_Exercise brief_
All that is wanted is the exact lines from the first line of the data below through the line with "dome_curve = (length", both ends included, with pictures omitted.

_Dataset content_
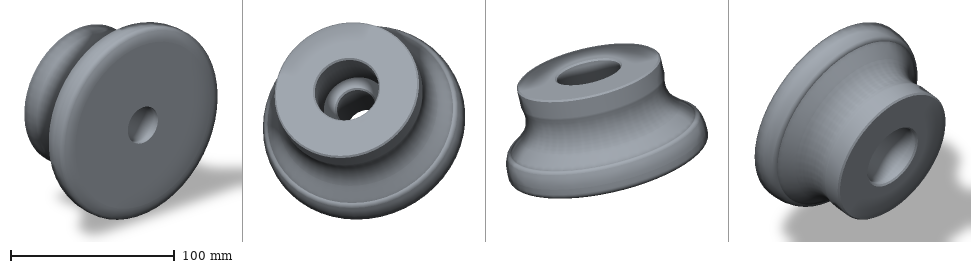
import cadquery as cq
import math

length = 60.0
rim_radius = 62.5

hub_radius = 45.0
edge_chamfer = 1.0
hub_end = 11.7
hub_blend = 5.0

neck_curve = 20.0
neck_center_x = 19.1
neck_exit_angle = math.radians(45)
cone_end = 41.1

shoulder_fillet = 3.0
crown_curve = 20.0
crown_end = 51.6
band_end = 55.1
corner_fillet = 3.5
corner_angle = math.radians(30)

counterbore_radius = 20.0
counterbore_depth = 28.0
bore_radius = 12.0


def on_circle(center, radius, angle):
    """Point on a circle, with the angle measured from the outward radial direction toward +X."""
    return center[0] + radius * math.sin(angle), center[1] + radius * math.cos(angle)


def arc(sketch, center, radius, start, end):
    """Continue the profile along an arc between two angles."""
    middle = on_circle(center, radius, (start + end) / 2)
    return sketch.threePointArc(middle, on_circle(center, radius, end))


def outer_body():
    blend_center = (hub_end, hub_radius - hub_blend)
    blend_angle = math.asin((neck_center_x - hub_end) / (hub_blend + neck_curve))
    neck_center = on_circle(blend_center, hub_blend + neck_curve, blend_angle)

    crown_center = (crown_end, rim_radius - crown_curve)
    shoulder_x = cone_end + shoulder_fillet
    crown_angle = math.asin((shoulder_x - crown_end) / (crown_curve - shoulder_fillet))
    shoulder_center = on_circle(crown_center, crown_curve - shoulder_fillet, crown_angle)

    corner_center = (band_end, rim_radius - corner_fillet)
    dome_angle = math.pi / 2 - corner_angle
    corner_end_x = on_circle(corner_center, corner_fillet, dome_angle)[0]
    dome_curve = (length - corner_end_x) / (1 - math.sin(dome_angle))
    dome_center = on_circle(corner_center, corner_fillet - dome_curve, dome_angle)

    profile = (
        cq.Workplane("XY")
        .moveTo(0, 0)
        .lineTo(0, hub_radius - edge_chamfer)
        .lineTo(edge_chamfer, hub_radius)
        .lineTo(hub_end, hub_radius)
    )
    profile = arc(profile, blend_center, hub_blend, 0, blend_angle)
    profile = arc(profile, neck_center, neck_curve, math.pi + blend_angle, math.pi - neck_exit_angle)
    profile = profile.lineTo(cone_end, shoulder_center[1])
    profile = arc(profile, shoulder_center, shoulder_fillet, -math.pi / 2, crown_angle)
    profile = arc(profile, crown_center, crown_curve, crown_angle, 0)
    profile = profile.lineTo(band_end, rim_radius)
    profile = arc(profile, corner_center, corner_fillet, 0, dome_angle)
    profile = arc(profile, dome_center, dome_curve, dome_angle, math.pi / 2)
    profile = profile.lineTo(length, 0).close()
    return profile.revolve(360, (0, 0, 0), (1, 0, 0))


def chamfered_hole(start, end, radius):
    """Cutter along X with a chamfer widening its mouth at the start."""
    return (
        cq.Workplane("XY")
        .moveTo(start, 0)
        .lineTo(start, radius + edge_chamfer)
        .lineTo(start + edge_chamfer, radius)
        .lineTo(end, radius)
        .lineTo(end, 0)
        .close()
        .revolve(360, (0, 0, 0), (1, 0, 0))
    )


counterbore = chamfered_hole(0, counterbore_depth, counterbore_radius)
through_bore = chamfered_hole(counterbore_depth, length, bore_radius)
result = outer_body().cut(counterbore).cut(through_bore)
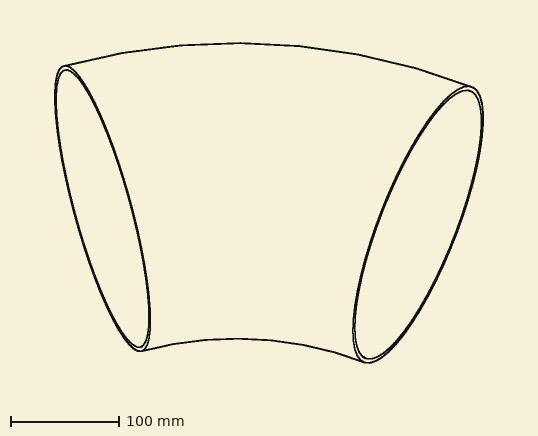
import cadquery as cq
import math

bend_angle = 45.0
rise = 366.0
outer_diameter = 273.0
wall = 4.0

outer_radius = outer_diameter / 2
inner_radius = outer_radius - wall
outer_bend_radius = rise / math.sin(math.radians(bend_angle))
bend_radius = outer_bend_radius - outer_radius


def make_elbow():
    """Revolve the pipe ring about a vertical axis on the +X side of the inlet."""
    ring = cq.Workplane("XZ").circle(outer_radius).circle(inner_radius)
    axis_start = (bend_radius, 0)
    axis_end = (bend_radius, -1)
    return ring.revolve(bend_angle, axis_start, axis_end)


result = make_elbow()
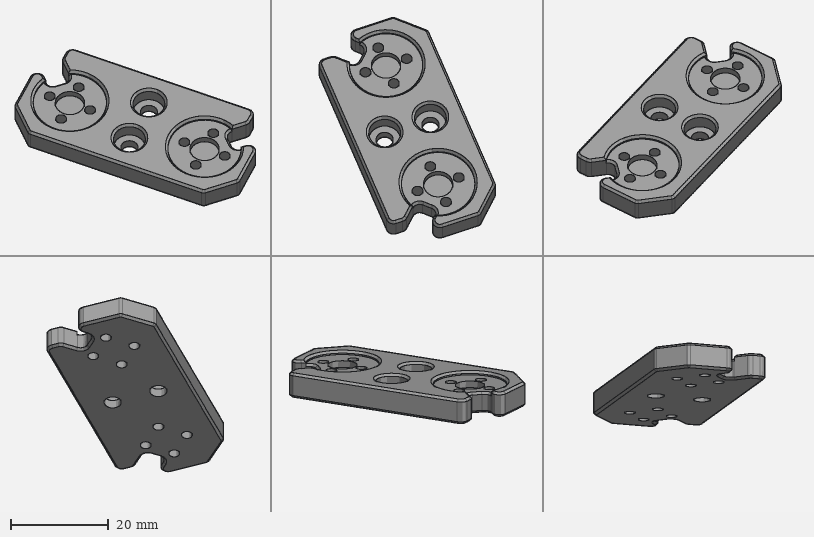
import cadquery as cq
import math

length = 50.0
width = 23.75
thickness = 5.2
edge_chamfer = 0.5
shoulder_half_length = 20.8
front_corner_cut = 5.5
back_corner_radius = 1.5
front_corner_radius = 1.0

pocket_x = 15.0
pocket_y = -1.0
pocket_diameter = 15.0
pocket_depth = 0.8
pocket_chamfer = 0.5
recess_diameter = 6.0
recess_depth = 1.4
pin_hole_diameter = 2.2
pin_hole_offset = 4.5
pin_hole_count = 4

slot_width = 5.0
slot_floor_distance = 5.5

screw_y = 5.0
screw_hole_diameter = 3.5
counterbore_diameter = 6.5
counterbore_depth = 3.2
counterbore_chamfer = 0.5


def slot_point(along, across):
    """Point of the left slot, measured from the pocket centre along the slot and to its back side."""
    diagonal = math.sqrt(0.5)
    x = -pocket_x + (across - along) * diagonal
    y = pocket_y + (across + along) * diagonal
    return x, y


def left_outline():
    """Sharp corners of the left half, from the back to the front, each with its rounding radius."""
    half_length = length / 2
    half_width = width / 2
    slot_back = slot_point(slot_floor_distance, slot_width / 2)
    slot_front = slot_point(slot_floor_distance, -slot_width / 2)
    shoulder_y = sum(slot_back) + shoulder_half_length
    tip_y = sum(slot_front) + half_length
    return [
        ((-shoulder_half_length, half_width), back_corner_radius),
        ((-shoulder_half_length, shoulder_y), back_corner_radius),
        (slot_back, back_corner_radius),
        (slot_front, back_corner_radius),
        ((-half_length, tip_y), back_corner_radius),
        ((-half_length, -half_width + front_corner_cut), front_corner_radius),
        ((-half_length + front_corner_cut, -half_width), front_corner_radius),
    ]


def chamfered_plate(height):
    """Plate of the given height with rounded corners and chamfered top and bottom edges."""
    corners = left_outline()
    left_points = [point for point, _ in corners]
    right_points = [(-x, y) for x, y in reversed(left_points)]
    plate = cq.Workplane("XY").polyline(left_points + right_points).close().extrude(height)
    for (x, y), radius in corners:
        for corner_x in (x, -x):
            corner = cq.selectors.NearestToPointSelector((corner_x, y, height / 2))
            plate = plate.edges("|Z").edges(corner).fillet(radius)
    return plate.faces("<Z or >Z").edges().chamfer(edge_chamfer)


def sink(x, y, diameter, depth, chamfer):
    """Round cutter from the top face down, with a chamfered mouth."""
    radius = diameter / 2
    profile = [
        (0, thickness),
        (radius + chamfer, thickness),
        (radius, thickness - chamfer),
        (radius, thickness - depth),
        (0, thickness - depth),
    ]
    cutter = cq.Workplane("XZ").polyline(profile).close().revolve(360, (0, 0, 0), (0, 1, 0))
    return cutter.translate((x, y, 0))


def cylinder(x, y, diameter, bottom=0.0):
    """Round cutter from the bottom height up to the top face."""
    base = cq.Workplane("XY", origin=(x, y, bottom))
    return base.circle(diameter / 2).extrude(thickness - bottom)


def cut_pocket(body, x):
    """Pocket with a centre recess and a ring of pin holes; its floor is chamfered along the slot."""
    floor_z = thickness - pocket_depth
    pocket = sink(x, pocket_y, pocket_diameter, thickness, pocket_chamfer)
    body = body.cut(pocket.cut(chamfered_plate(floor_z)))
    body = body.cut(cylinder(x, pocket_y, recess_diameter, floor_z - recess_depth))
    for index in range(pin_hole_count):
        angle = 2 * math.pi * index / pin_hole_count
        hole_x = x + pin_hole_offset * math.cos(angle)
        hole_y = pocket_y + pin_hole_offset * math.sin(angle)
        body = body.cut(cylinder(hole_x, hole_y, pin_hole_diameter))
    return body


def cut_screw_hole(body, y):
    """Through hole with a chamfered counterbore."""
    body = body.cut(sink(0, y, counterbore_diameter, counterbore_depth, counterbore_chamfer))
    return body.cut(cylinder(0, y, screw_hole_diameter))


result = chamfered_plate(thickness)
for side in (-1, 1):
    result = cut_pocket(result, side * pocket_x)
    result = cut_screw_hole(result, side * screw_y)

_Written response_
import cadquery as cq
import math

length = 60.0
rim_radius = 62.5

hub_radius = 45.0
edge_chamfer = 1.0
hub_end = 11.7
hub_blend = 5.0

neck_curve = 20.0
neck_center_x = 19.1
neck_exit_angle = math.radians(45)
cone_end = 41.1

shoulder_fillet = 3.0
crown_curve = 20.0
crown_end = 51.6
band_end = 55.1
corner_fillet = 3.5
corner_angle = math.radians(30)

counterbore_radius = 20.0
counterbore_depth = 28.0
bore_radius = 12.0


def on_circle(center, radius, angle):
    """Point on a circle, with the angle measured from the outward radial direction toward +X."""
    return center[0] + radius * math.sin(angle), center[1] + radius * math.cos(angle)


def arc(sketch, center, radius, start, end):
    """Continue the profile along an arc between two angles."""
    middle = on_circle(center, radius, (start + end) / 2)
    return sketch.threePointArc(middle, on_circle(center, radius, end))


def outer_body():
    blend_center = (hub_end, hub_radius - hub_blend)
    blend_angle = math.asin((neck_center_x - hub_end) / (hub_blend + neck_curve))
    neck_center = on_circle(blend_center, hub_blend + neck_curve, blend_angle)

    crown_center = (crown_end, rim_radius - crown_curve)
    shoulder_x = cone_end + shoulder_fillet
    crown_angle = math.asin((shoulder_x - crown_end) / (crown_curve - shoulder_fillet))
    shoulder_center = on_circle(crown_center, crown_curve - shoulder_fillet, crown_angle)

    corner_center = (band_end, rim_radius - corner_fillet)
    dome_angle = math.pi / 2 - corner_angle
    corner_end_x = on_circle(corner_center, corner_fillet, dome_angle)[0]
    dome_curve = (length - corner_end_x) / (1 - math.sin(dome_angle))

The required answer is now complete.